A autora deu também esta longa entrevista onde fala da vida e da obra de Boris Vian.
Terça-feira, 23.Jun.2009 at 06:06:55
Pelos idos de 68/69, na Renault, em Paris, cantavamos uma versão adaptada e menos pacifista. Lembro-me apenas da última frase.
Em vez de: ” …que je n’aurrais pas d’arme et qu’ils pourront tirer”, cantavamos: ” … que moi j’ai aussi d’arme et que je sais tirer”.
(desculpas pelo meu francês fabril.
nelson anjos
Terça-feira, 23.Jun.2009 at 10:06:37
É a memória que me está a pregar partidas ou há uma espécie de livro policial escrito por Boris Vian, cuja acção decorre no Sul dos EUA, e em que ele além de expôr as misérias do racismo e elogiar o Jazz, faz 2 personagens (salvo erro uma delas é o “herói” do livro) visitarem um prostíbulo onde são sexualmente atendidos por meninas com cerca de 10 anos?
Enfim, outros tempos… Ou algo mais?
Terça-feira, 23.Jun.2009 at 11:06:10
Há mais do que um. Escritos com um pseudónimo. E publicados em português. Não me lembro do pseudónimo, mas di-lo-ei depois de o procurar. Agora estou apressado.
Um dos livros tinha até um título giro:”Morte aos feios” e, ele próprio,o livro, era curioso, era uma delirante manifestação de fantasia.
Quinta-feira, 29.Out.2009 at 05:10:55
Vernon Sullivan
Terça-feira, 23.Jun.2009 at 06:06:20
Desculpe não ter respondido devidamente à sua pergunta. A resposta é: não sei.
Sei que Boris Vian, usou o pseudónimo de Vernon Sullivan, entre outros, e com aquele nome escreveu alguns romances que, com muito boa vontade, poderão levar o nome de policiais.
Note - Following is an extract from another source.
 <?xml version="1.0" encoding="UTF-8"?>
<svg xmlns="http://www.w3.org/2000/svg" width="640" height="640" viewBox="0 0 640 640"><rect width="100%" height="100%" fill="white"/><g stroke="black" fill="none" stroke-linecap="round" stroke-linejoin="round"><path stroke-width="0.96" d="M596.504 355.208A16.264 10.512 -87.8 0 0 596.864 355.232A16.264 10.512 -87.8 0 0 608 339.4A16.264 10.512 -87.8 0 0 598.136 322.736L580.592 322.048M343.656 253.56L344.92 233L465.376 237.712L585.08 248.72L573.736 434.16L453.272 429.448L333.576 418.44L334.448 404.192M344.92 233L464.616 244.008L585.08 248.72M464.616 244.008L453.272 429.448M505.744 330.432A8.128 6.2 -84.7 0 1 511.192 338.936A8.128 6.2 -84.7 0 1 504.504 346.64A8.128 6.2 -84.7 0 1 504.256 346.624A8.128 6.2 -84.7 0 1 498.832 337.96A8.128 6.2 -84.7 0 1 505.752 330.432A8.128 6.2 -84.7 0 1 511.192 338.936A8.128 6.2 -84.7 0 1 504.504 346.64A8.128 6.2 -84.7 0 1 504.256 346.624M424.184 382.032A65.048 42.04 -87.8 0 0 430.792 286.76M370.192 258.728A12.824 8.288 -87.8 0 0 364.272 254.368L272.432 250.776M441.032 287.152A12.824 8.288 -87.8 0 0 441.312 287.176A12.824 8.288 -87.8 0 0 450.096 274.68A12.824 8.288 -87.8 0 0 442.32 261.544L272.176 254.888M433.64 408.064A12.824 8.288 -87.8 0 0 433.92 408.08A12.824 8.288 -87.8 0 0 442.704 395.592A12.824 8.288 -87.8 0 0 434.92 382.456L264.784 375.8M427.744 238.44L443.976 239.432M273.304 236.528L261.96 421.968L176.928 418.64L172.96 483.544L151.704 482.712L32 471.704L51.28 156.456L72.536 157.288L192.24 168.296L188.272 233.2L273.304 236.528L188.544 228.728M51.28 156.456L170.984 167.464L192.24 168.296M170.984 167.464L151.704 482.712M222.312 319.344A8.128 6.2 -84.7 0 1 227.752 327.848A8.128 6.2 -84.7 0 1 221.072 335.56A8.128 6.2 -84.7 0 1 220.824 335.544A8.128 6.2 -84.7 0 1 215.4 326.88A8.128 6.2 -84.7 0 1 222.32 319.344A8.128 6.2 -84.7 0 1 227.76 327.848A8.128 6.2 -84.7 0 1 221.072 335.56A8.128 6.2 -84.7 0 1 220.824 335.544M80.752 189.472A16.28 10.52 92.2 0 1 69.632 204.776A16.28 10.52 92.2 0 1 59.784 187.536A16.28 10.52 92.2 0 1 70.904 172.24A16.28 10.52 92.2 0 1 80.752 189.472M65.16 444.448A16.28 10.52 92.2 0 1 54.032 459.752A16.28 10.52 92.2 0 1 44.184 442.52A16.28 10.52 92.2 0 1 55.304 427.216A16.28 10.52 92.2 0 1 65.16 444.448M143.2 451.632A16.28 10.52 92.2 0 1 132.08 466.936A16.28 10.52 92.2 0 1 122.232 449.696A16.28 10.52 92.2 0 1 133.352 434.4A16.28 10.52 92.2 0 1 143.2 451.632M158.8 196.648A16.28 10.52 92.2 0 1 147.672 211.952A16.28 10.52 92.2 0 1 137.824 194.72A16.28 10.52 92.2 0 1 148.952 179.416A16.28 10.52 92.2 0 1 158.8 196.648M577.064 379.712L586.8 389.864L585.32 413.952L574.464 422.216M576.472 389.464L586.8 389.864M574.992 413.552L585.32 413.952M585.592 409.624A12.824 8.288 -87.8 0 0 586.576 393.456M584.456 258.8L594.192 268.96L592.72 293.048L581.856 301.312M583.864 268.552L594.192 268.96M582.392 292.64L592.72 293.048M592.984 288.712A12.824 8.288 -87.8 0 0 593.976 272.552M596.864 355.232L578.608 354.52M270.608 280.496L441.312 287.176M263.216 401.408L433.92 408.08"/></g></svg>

Julgo que estes três têm tradução em português, com bastantes dúvidas quanto ao segundo:
1946 : J’irai cracher sur vos tombes (éditions du Scorpion et édition illustrée par Jean Boullet 1947)
1947 : Les morts ont tous la même peau
1948 : Et on tuera tous les affreux
Li o “J’irai cracher sur vos tombes”, mas não me lembro. Não tenho, contudo, qualquer eco de que corresponda ao que refere. O “Et on tuera tous les affreux”, também lido, esse recordado vagamente, não enfia, pelas suas páginas, prostitutas crianças, nem racismos.
Não sei pois responder.
Quinta-feira, 29.Out.2009 at 05:10:06
Pois são todos de Vernon Sullivan. 4 policiais, enquadrados no chamado “Livro B”:
- Morte aos Feios
- Os mortos têm todos a mesma pele
- Irei cuspir-vos na campa
- Elas não dão por ela
Quarta-feira, 24.Jun.2009 at 11:06:49
Com alguma margem de incerteza, pois já lá vão décadas, creio que o único livro escrito por Vian sob o pseudónimo de Vernon Sullivan que se enquadra no descritivo “cuja acção decorre no sul do EUA e expõe as misérias do racismo” só poderá ser «J’irai cracher sur vos tombes».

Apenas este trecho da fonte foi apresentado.